Starting point is 00:00:56 Can you start off by explaining to our listeners, what is a mixed workload? Yeah, that's a great question. So in databases, we typically think of workloads falling into two broad categories, transaction processing and analytical processing. So you can think of transaction processing as something like what you do when you're placing orders on Amazon, right? Adding things to your cart and then clicking purchase and all that order information needs to be recorded in the database. Whereas analytical processing, you can think of
Starting point is 00:01:29 as maybe someone at Amazon who is doing stuff like trying to analyze sales data over the past month, maybe look for trends in order history and stuff like that. So a mixed workload is when a database has both of those two types of workloads present in it. So exactly like that example I said, you'd have people submitting their orders as well as analysts running queries to try to learn information. So what is the challenge database systems face in trying to support these mixed workloads? Yeah, so there's several challenges.
Starting point is 00:02:05 The first is that these workloads often have conflicting goals, right? So you want your analytics to run quickly and you want your transaction processing to support high throughput. And so this leads to natural conflicts in things like concurrency control and storage layouts. So in this work, we were really focused on the conflict that arises from storage layouts. So what people have found historically is that laying out your data in a row format, so storing your entire row of data contiguously before moving on to storing the next one works really well for transactional workloads.
Starting point is 00:02:49 Whereas for analytical workloads, people have found that storing data in columns works really well. IDs in a column contiguously, and then store your users who placed those orders contiguously, and then store the price of the order, right? And so these are conflicting because when you have a workload that has both types of access patterns, it's not easy to know what layout of data that you should choose. How have previous database systems tried to support mixed workloads? How have they tried to combine row stores and column stores? And what are the drawbacks of their previous approaches? Yeah, so prior approaches typically fall into one of two categories. So the simplest approach is to just pick a layout and suffer poor performance on one aspect of the workload. So basically say, well, you know, we only care we care more about transactional processing, so we'll keep it in row format or we care more about analytical processing.

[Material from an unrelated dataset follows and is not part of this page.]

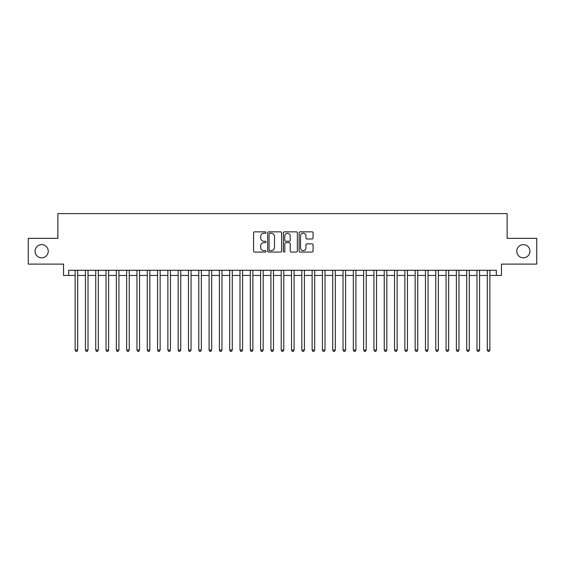 <?xml version="1.0" encoding="UTF-8"?>
<svg xmlns="http://www.w3.org/2000/svg" width="565" height="565" viewBox="0 0 565 565"><rect width="100%" height="100%" fill="white"/><g stroke="black" fill="none" stroke-linecap="round" stroke-linejoin="round"><path stroke-width="0.85" d="M266.016 232.547A0.706 0.706 0 0 0 265.303 231.841L254.561 231.841A1.01 1.01 0 0 0 253.551 232.851L253.551 251.058A1.01 1.01 0 0 0 254.561 252.068L265.303 252.068A0.706 0.706 0 0 0 266.016 251.361A0.706 0.706 0 0 0 265.303 250.655L263.919 250.655A3.235 3.235 0 0 1 260.677 247.413L260.677 245.895A3.235 3.235 0 0 1 263.919 242.66L265.303 242.66A0.706 0.706 0 0 0 266.016 241.954A0.706 0.706 0 0 0 265.303 241.248L263.919 241.248A3.235 3.235 0 0 1 260.677 238.006L260.677 236.495A3.235 3.235 0 0 1 263.919 233.253L265.303 233.253A0.706 0.706 0 0 0 266.016 232.547M516.763 251.227A6.596 6.596 0 0 0 523.352 257.824A6.596 6.596 0 0 0 529.949 251.227A6.596 6.596 0 0 0 523.352 244.631A6.596 6.596 0 0 0 516.763 251.227M35.051 251.227A6.596 6.596 0 0 0 41.648 257.824A6.596 6.596 0 0 0 48.237 251.227A6.596 6.596 0 0 0 41.648 244.631A6.596 6.596 0 0 0 35.051 251.227M312.057 238.974A1.01 1.01 0 0 0 313.067 237.957L313.067 232.851A1.01 1.01 0 0 0 312.057 231.841L300.121 231.841A1.01 1.01 0 0 0 299.111 232.851L299.111 251.058A1.01 1.01 0 0 0 300.121 252.068L312.057 252.068A1.01 1.01 0 0 0 313.067 251.058L313.067 244.885A1.01 1.01 0 0 0 312.057 243.875L306.95 243.875A1.01 1.01 0 0 0 305.94 244.885L305.94 247.943A2.705 2.705 0 0 1 303.236 250.655A2.705 2.705 0 0 1 300.531 247.943L300.531 235.958A2.705 2.705 0 0 1 303.236 233.253A2.705 2.705 0 0 1 305.94 235.958L305.94 237.957A1.01 1.01 0 0 0 306.95 238.974L312.057 238.974M68.69 275.445L68.69 270.289L496.31 270.289L496.31 275.445L501.459 275.445L501.459 264.109L536.75 264.109L536.75 238.345L507.123 238.345L507.123 213.619L57.877 213.619L57.877 238.345L28.25 238.345L28.25 264.109L63.541 264.109L63.541 275.445L75.131 275.445M281.617 232.851A1.01 1.01 0 0 0 280.6 231.841L268.672 231.841A1.01 1.01 0 0 0 267.655 232.851L267.655 251.058A1.01 1.01 0 0 0 268.672 252.068L280.6 252.068A1.01 1.01 0 0 0 281.617 251.058L281.617 232.851M284.4 231.841L296.328 231.841A1.01 1.01 0 0 1 297.345 232.851L297.345 251.058A1.01 1.01 0 0 1 296.328 252.068L291.222 252.068A1.01 1.01 0 0 1 290.212 251.058L290.212 243.67A1.01 1.01 0 0 0 289.202 242.66L285.812 242.66A1.01 1.01 0 0 0 284.802 243.67L284.802 251.361A0.706 0.706 0 0 1 284.096 252.068A0.706 0.706 0 0 1 283.383 251.361L283.383 232.851A1.01 1.01 0 0 1 284.4 231.841M77.709 275.445L85.435 275.445M88.013 275.445L95.739 275.445M98.317 275.445L106.043 275.445M108.621 275.445L116.348 275.445M118.925 275.445L126.652 275.445M129.23 275.445L136.956 275.445M139.534 275.445L147.26 275.445M149.838 275.445L157.564 275.445M160.142 275.445L167.869 275.445M170.446 275.445L178.173 275.445M180.751 275.445L188.477 275.445M191.055 275.445L198.781 275.445M201.359 275.445L209.085 275.445M211.663 275.445L219.389 275.445M221.967 275.445L229.694 275.445M232.272 275.445L239.998 275.445M242.576 275.445L250.302 275.445M252.873 275.445L260.606 275.445M263.177 275.445L270.91 275.445M273.481 275.445L281.215 275.445M283.785 275.445L291.519 275.445M294.09 275.445L301.823 275.445M304.394 275.445L312.127 275.445M314.698 275.445L322.424 275.445M325.002 275.445L332.728 275.445M335.306 275.445L343.033 275.445M345.611 275.445L353.337 275.445M355.915 275.445L363.641 275.445M366.219 275.445L373.945 275.445M376.523 275.445L384.249 275.445M386.827 275.445L394.554 275.445M397.131 275.445L404.858 275.445M407.436 275.445L415.162 275.445M417.74 275.445L425.466 275.445M428.044 275.445L435.77 275.445M438.348 275.445L446.075 275.445M448.652 275.445L456.379 275.445M458.957 275.445L466.683 275.445M469.261 275.445L476.987 275.445M479.565 275.445L487.291 275.445M489.869 275.445L496.31 275.445M269.78 233.253A0.706 0.706 0 0 0 269.074 233.966L269.074 249.942A0.706 0.706 0 0 0 269.78 250.655L271.249 250.655A3.235 3.235 0 0 0 274.484 247.413L274.484 236.495A3.235 3.235 0 0 0 271.249 233.253L269.78 233.253M290.212 236.015A2.705 2.705 0 0 0 287.507 233.31A2.705 2.705 0 0 0 284.802 236.015L284.802 240.238A1.01 1.01 0 0 0 285.812 241.248L289.202 241.248A1.01 1.01 0 0 0 290.212 240.238L290.212 236.015M77.709 270.289L77.709 350.046L75.131 350.046L75.131 270.289M77.709 350.046L76.939 351.381L75.908 351.381L75.131 350.046M88.013 270.289L88.013 350.046L85.435 350.046L85.435 270.289M88.013 350.046L87.243 351.381L86.212 351.381L85.435 350.046M98.317 270.289L98.317 350.046L95.739 350.046L95.739 270.289M98.317 350.046L97.547 351.381L96.516 351.381L95.739 350.046M108.621 270.289L108.621 350.046L106.043 350.046L106.043 270.289M108.621 350.046L107.851 351.381L106.82 351.381L106.043 350.046M118.925 270.289L118.925 350.046L116.348 350.046L116.348 270.289M118.925 350.046L118.149 351.381L117.125 351.381L116.348 350.046M129.23 270.289L129.23 350.046L126.652 350.046L126.652 270.289M129.23 350.046L128.453 351.381L127.429 351.381L126.652 350.046M139.534 270.289L139.534 350.046L136.956 350.046L136.956 270.289M139.534 350.046L138.757 351.381L137.733 351.381L136.956 350.046M149.838 270.289L149.838 350.046L147.26 350.046L147.26 270.289M149.838 350.046L149.061 351.381L148.03 351.381L147.26 350.046M160.142 270.289L160.142 350.046L157.564 350.046L157.564 270.289M160.142 350.046L159.365 351.381L158.334 351.381L157.564 350.046M170.446 270.289L170.446 350.046L167.869 350.046L167.869 270.289M170.446 350.046L169.67 351.381L168.638 351.381L167.869 350.046M180.751 270.289L180.751 350.046L178.173 350.046L178.173 270.289M180.751 350.046L179.974 351.381L178.943 351.381L178.173 350.046M191.055 270.289L191.055 350.046L188.477 350.046L188.477 270.289M191.055 350.046L190.278 351.381L189.247 351.381L188.477 350.046M201.359 270.289L201.359 350.046L198.781 350.046L198.781 270.289M201.359 350.046L200.582 351.381L199.551 351.381L198.781 350.046M211.663 270.289L211.663 350.046L209.085 350.046L209.085 270.289M211.663 350.046L210.886 351.381L209.855 351.381L209.085 350.046M221.967 270.289L221.967 350.046L219.389 350.046L219.389 270.289M221.967 350.046L221.19 351.381L220.159 351.381L219.389 350.046M232.272 270.289L232.272 350.046L229.694 350.046L229.694 270.289M232.272 350.046L231.495 351.381L230.464 351.381L229.694 350.046M242.576 270.289L242.576 350.046L239.998 350.046L239.998 270.289M242.576 350.046L241.799 351.381L240.768 351.381L239.998 350.046M252.873 270.289L252.873 350.046L250.302 350.046L250.302 270.289M252.873 350.046L252.103 351.381L251.072 351.381L250.302 350.046M263.177 270.289L263.177 350.046L260.606 350.046L260.606 270.289M263.177 350.046L262.407 351.381L261.376 351.381L260.606 350.046M273.481 270.289L273.481 350.046L270.91 350.046L270.91 270.289M273.481 350.046L272.711 351.381L271.68 351.381L270.91 350.046M283.785 270.289L283.785 350.046L281.215 350.046L281.215 270.289M283.785 350.046L283.016 351.381L281.984 351.381L281.215 350.046M294.09 270.289L294.09 350.046L291.519 350.046L291.519 270.289M294.09 350.046L293.32 351.381L292.289 351.381L291.519 350.046M304.394 270.289L304.394 350.046L301.823 350.046L301.823 270.289M304.394 350.046L303.624 351.381L302.593 351.381L301.823 350.046M314.698 270.289L314.698 350.046L312.127 350.046L312.127 270.289M314.698 350.046L313.928 351.381L312.897 351.381L312.127 350.046M325.002 270.289L325.002 350.046L322.424 350.046L322.424 270.289M325.002 350.046L324.232 351.381L323.201 351.381L322.424 350.046M335.306 270.289L335.306 350.046L332.728 350.046L332.728 270.289M335.306 350.046L334.537 351.381L333.505 351.381L332.728 350.046M345.611 270.289L345.611 350.046L343.033 350.046L343.033 270.289M345.611 350.046L344.841 351.381L343.81 351.381L343.033 350.046M355.915 270.289L355.915 350.046L353.337 350.046L353.337 270.289M355.915 350.046L355.145 351.381L354.114 351.381L353.337 350.046M366.219 270.289L366.219 350.046L363.641 350.046L363.641 270.289M366.219 350.046L365.449 351.381L364.418 351.381L363.641 350.046M376.523 270.289L376.523 350.046L373.945 350.046L373.945 270.289M376.523 350.046L375.753 351.381L374.722 351.381L373.945 350.046M386.827 270.289L386.827 350.046L384.249 350.046L384.249 270.289M386.827 350.046L386.057 351.381L385.026 351.381L384.249 350.046M397.131 270.289L397.131 350.046L394.554 350.046L394.554 270.289M397.131 350.046L396.362 351.381L395.331 351.381L394.554 350.046M407.436 270.289L407.436 350.046L404.858 350.046L404.858 270.289M407.436 350.046L406.666 351.381L405.635 351.381L404.858 350.046M417.74 270.289L417.74 350.046L415.162 350.046L415.162 270.289M417.74 350.046L416.97 351.381L415.939 351.381L415.162 350.046M428.044 270.289L428.044 350.046L425.466 350.046L425.466 270.289M428.044 350.046L427.267 351.381L426.243 351.381L425.466 350.046M438.348 270.289L438.348 350.046L435.77 350.046L435.77 270.289M438.348 350.046L437.571 351.381L436.547 351.381L435.77 350.046M448.652 270.289L448.652 350.046L446.075 350.046L446.075 270.289M448.652 350.046L447.875 351.381L446.851 351.381L446.075 350.046M458.957 270.289L458.957 350.046L456.379 350.046L456.379 270.289M458.957 350.046L458.18 351.381L457.149 351.381L456.379 350.046M469.261 270.289L469.261 350.046L466.683 350.046L466.683 270.289M469.261 350.046L468.484 351.381L467.453 351.381L466.683 350.046M479.565 270.289L479.565 350.046L476.987 350.046L476.987 270.289M479.565 350.046L478.788 351.381L477.757 351.381L476.987 350.046M489.869 270.289L489.869 350.046L487.291 350.046L487.291 270.289M489.869 350.046L489.092 351.381L488.061 351.381L487.291 350.046"/></g></svg>

Starting point is 00:03:57 So keep it in columnar format. But the kind of more traditional approach is to have two separate copies of your data, one entirely in a row format where you run your transactions, and then one in a columnar format where you run your analytical queries. And periodically you take your updates from the row format and then apply them in bulk on the columnar format. And so there's two key limitations with this approach. First is the storage overhead of doing this, right? You're storing every data item twice. So you need to pay for your storage to actually maintain those versions,
Starting point is 00:04:35 as well as the cost of actually managing and applying those updates on both copies of data. The second is that if you simply run your analytics on your columnar data where you're only periodically applying your updates, then you're going to be running analytics over stale or data that's missing. And so this means that you're not going to get the freshest insights in your analytics. So if we go back to that example of querying for order patterns over a month, you might be missing the last 15 minutes or last hour or last day, depending on how frequently you apply those updates. So with these drawbacks of previous approaches in mind, tell us about Protus.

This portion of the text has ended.